The unsightly science of architecture

I asked many architecture students in Zürich what they thought of Kornhaus, a local symbol of brutalism. Most seemed bored by the question, possibly due to the regularity of the event, and the contempt in their response correlated with their appreciation of the building. “Concrete,” one said, “the choice of concrete and other materials”, when I asked what made that grey rectangle remarkable.
As with these students building our bleak, rectangular future, I have talked with other weary experts. One regionally renowned wine critic, when I inquired, used “flawless” as his highest praise about some soulless, oaky red wine. A gourmet described their branch of celery as “crunchy and delicious” in the second course of their fancy fine dining experience. I asked myself then: what unites these exhausted groups of people, showing the tendency to gratify a simple and ugly option over any other?

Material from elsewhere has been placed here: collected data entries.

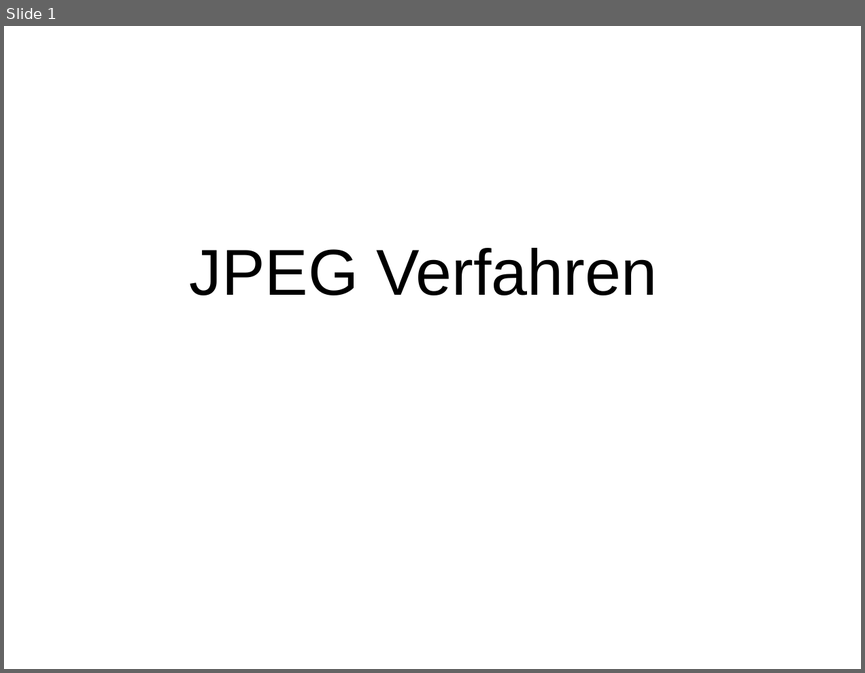
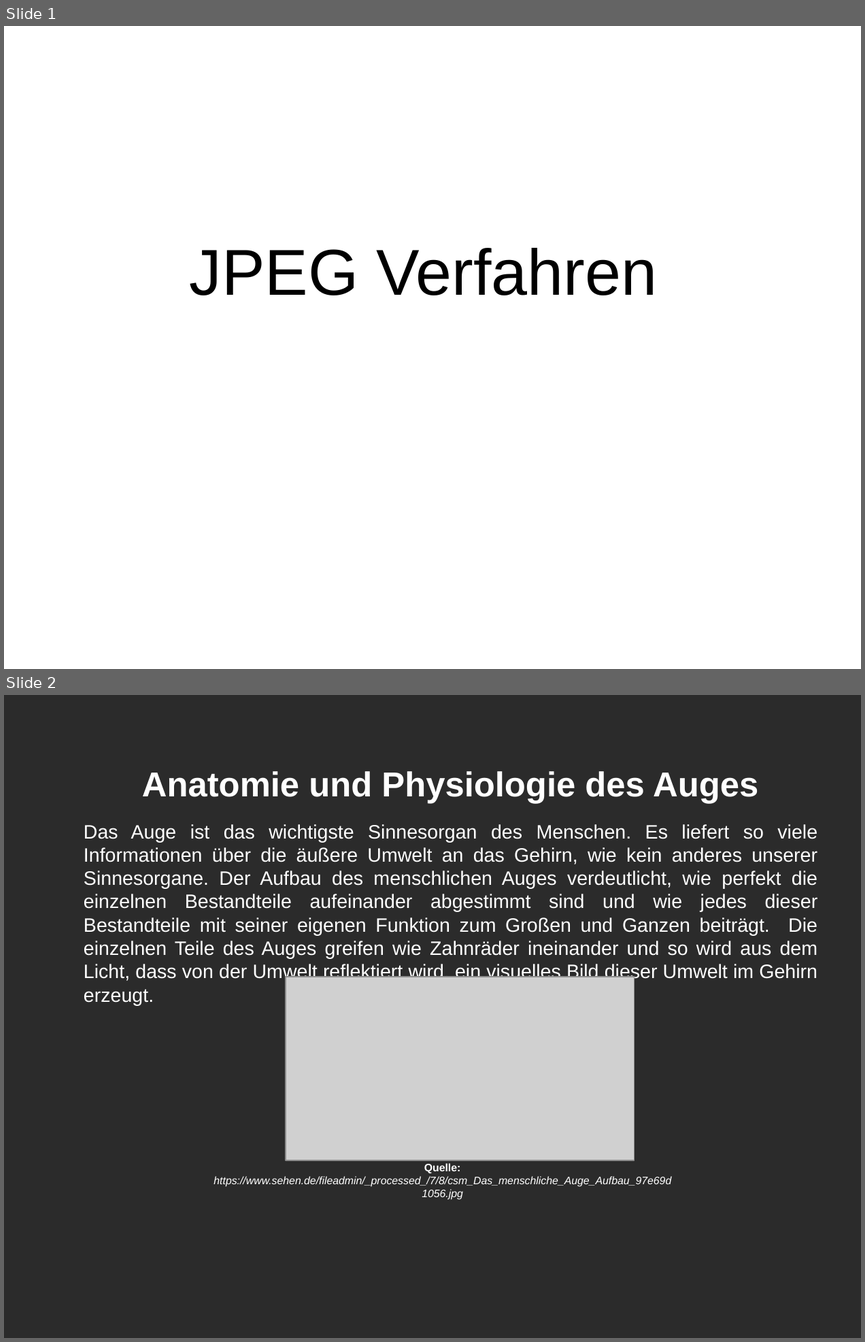
Before and after one commit to brayanGuarnizo/Datenkompresion, a slide deck: Daten kompresion.odp. Shown one above the other, each under a label of ours: slide 1 before the commit, slides 1 and 2 after it. The pictures are 865x673 and 865x1342 pixels, drawn with LibreOffice and Linux fonts; fonts in the diff are those of the drawing; grey boxes stand for pictures; background and template pictures are left out; a plain dark background stands for a picture behind light text. Boxes give left, top, right and bottom in pixels: in the first picture for what was removed or moved away, otherwise in the second. Text is boxed around its words. In the diff, an @@ line names an element or a change of style, - is before the commit and + after.

```diff
--- a/Daten kompresion.odp
+++ b/Daten kompresion.odp
@@ slide 2 added at <box>4,695,861,1338</box>, background picture (left out) @@
@@ text added at <box>84,771,818,1005</box>, 18 pt, text #FFFFFF @@
+Anatomie und Physiologie des Auges
+Das Auge ist das wichtigste Sinnesorgan des Menschen. Es liefert so viele Informationen über die äußere Umwelt an das Gehirn, wie kein anderes unserer Sinnesorgane. Der Aufbau des menschlichen Auges verdeutlicht, wie perfekt die einzelnen Bestandteile aufeinander abgestimmt sind und wie jedes dieser Bestandteile mit seiner eigenen Funktion zum Großen und Ganzen beiträgt. Die einzelnen Teile des Auges greifen wie Zahnräder ineinander und so wird aus dem Licht, dass von der Umwelt reflektiert wird, ein visuelles Bild dieser Umwelt im Gehirn erzeugt.
@@ picture added at <box>286,977,634,1160</box> @@
@@ text added at <box>213,1163,671,1200</box>, 10 pt, text #FFFFFF, italic @@
+Quelle: https://www.sehen.de/fileadmin/_processed_/7/8/csm_Das_menschliche_Auge_Aufbau_97e69d1056.jpg
```
Also in this commit, not shown: 15 slides changed, 8 other slides added, 1 slide removed.
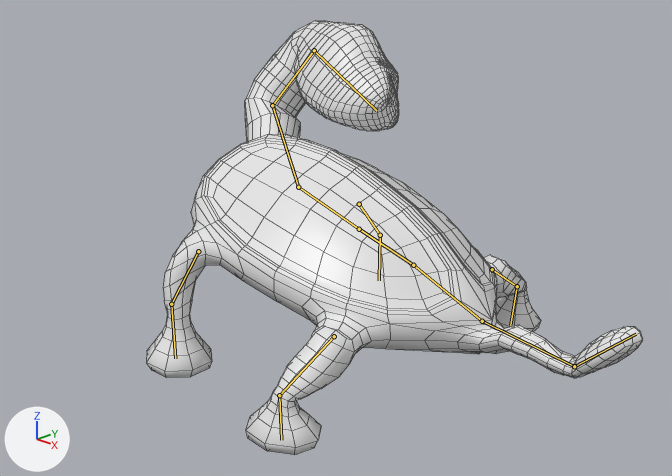
Before and after pictures for a commit that changed the Blender file Assets/Props/Mesh/turtlboiIDICE.blend.
The view is the same before and after, from a 50 mm camera at (6.33, -6.15, 4.18) aimed at (0.35, -0.21, 1.26). Lighting does not change. The marker at lower left points along +X, +Y and +Z. Both versions are drawn at frame 27 of the action 'ArmatureAction'; the numbers are the values there. The bones that bend it are drawn over the model as lines. Mesh edges are drawn as thin lines.
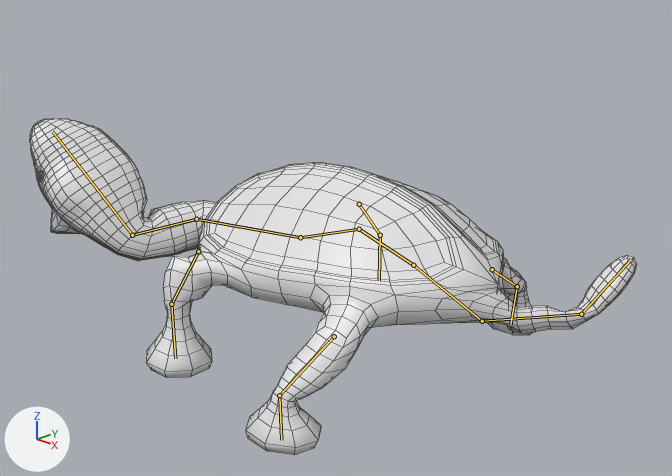
The change in detail:
Bone 'Base2' (bone_base2) turns from (0, 0, -12) to (0, 0, 24) degrees about its own x, y and z.
Bone 'Neck' (bone_neck) turns from (-22, 9, -24) to (28, 17, -15) degrees about its own x, y and z.
Bone 'Neck1' (bone_neck1) turns from (-17, -23, -59) to (54, -19, 6) degrees about its own x, y and z.
Bone 'Head' (bone_head) turns from (-32, -26, -78) to (-40, -17, -54) degrees about its own x, y and z.
Bone 'Tail.001' (bone_tail_001) turns from (10, 0, 0) to (11, -44, 49) degrees about its own x, y and z.
Bone 'Tail2' (bone_tail2) turns from (50, 0, 0) to (42, 8, -6) degrees about its own x, y and z.

Boxes [x1, y1, x2, y2] around the edits, measured in the pictures (672 x 476 px):
'Cube', posed (22% wider, 22% shorter)
    before: [146, 21, 643, 455]
    after: [30, 118, 637, 455]
bone 'Base2', root to tip
    before: (359, 229) to (298, 187)
    after: (359, 229) to (300, 237)
bone 'Neck', root to tip
    before: (298, 187) to (272, 105)
    after: (300, 237) to (196, 219)
bone 'Neck1', root to tip
    before: (272, 105) to (314, 50)
    after: (196, 219) to (132, 235)
bone 'Head', root to tip
    before: (314, 50) to (376, 110)
    after: (132, 235) to (52, 131)
bone 'Tail.001', root to tip
    before: (482, 321) to (574, 366)
    after: (482, 321) to (581, 314)
bone 'Tail2', root to tip
    before: (574, 366) to (636, 334)
    after: (581, 314) to (630, 260)
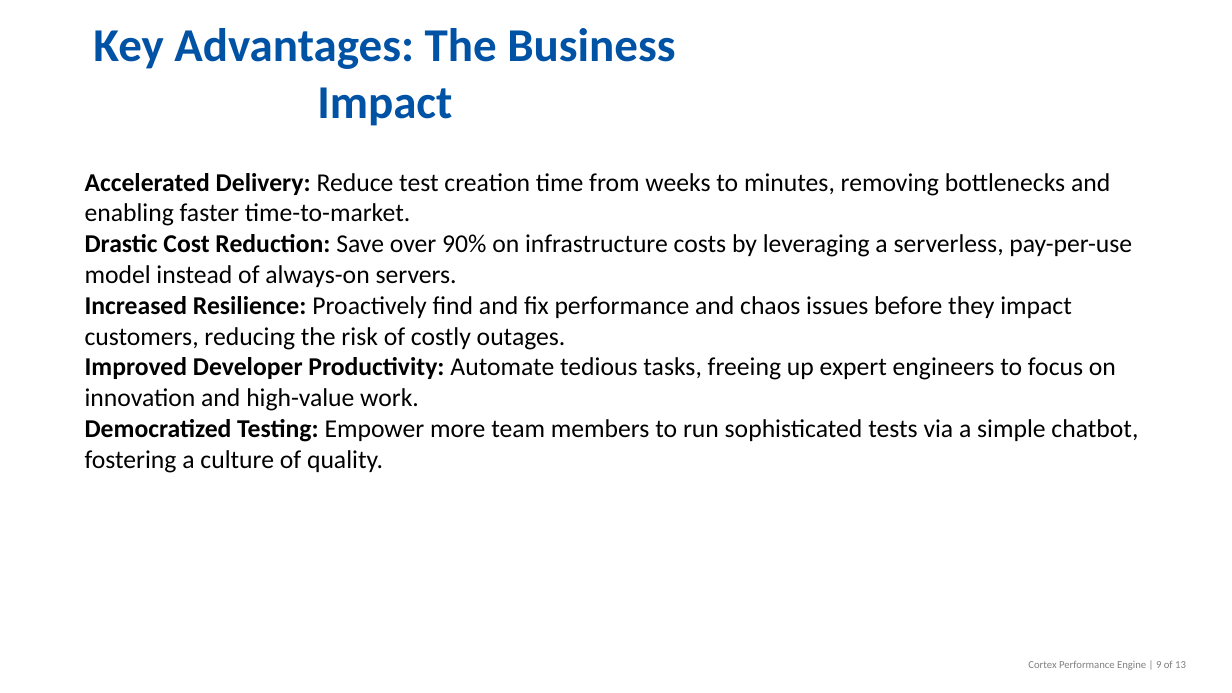
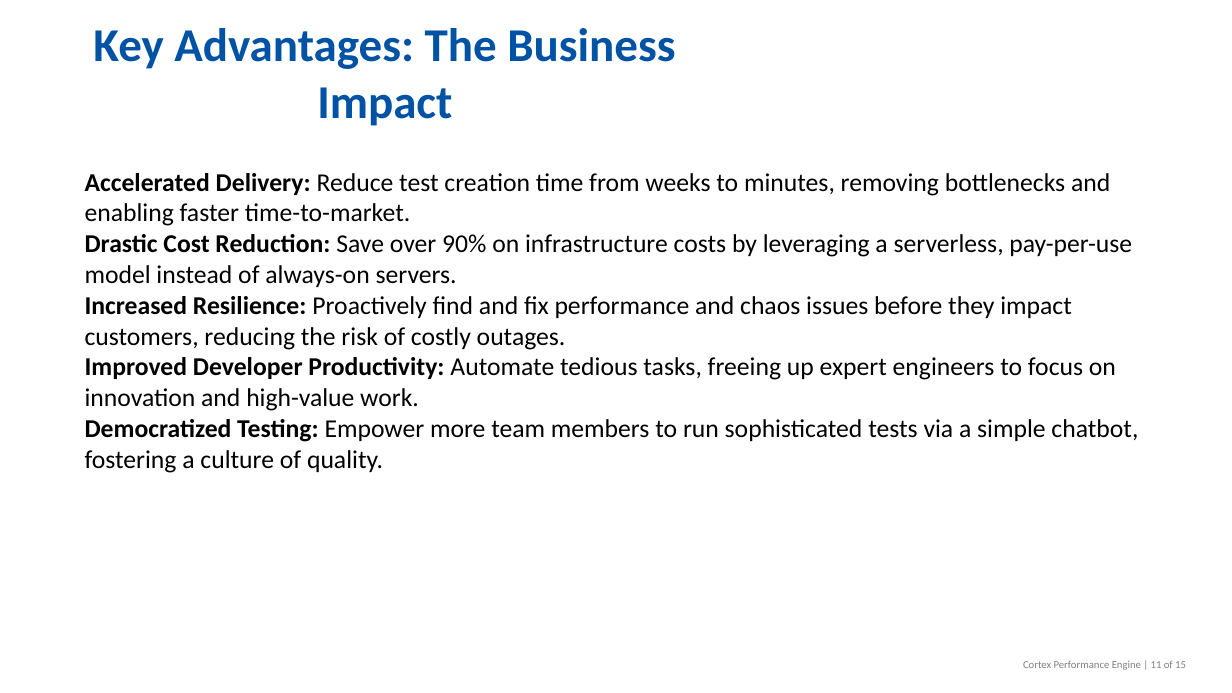
Before and after one commit to Shuvam-Das/Cortex-Performance-Engine, a slide deck: slide 11 of Cortex_Performance_Engine_Stakeholder_Presentation.pptx (slide 9 before the commit). Drawn at 1232x693 pixels with LibreOffice and Linux fonts; fonts in the diff are those of the drawing. Boxes give left, top, right and bottom in pixels: in the first picture for what was removed or moved away, otherwise in the second. Text is boxed around its words. In the diff, an @@ line names an element or a change of style, - is before the commit and + after.

```diff
--- a/Cortex_Performance_Engine_Stakeholder_Presentation.pptx
+++ b/Cortex_Performance_Engine_Stakeholder_Presentation.pptx
@@ text at [1023,661,1186,670]: text changed @@
-Cortex Performance Engine | 9 of 13
+Cortex Performance Engine | 11 of 15
```
Also in this commit, not shown: 10 other slides changed, 3 slides added, 1 slide removed, 1 other file.

Three reasons came to my mind. First, as experts of artistic fields, our need for modeling the complex oversimplifies it. A wine can be both flawless and bad if your sole metrics are the acidity and sugar levels. In the same spirit, the quality standards of a building today concerns itself mostly with practicality and safety. When optimized for, these produce the perfectly optimal shape of a cat carrier.
Second, our incentives do not reflect the remaining aspects of a beautiful design, as whatever effort not included in the optimization task is spent on reducing costs. Hence, that cat carrier is left as raw concrete, without any color or decoration.
Third, our desire to avoid failure, both as an expert and as an artistic human being, prevents us from pushing forward. As a gray cat box in the name of a living space is obviously insulting to humanity, and yet there is no clear path in our simple model to improve upon it, we have successfully found an excuse and called it brutalist, so that it finds a valid place in our field of expertise.

Yet, however much the current teachings empty out their meaning, what we build today is not brutalist like the Barbican, just as a scientifically perfect 1980s Pinot from Burgundy is not a good wine 1. What we have today is evasive architecture, evading costs and risks, as well as the common beauty, somewhat like software developers in a large bank evading open source in favor of an IBM mainframe.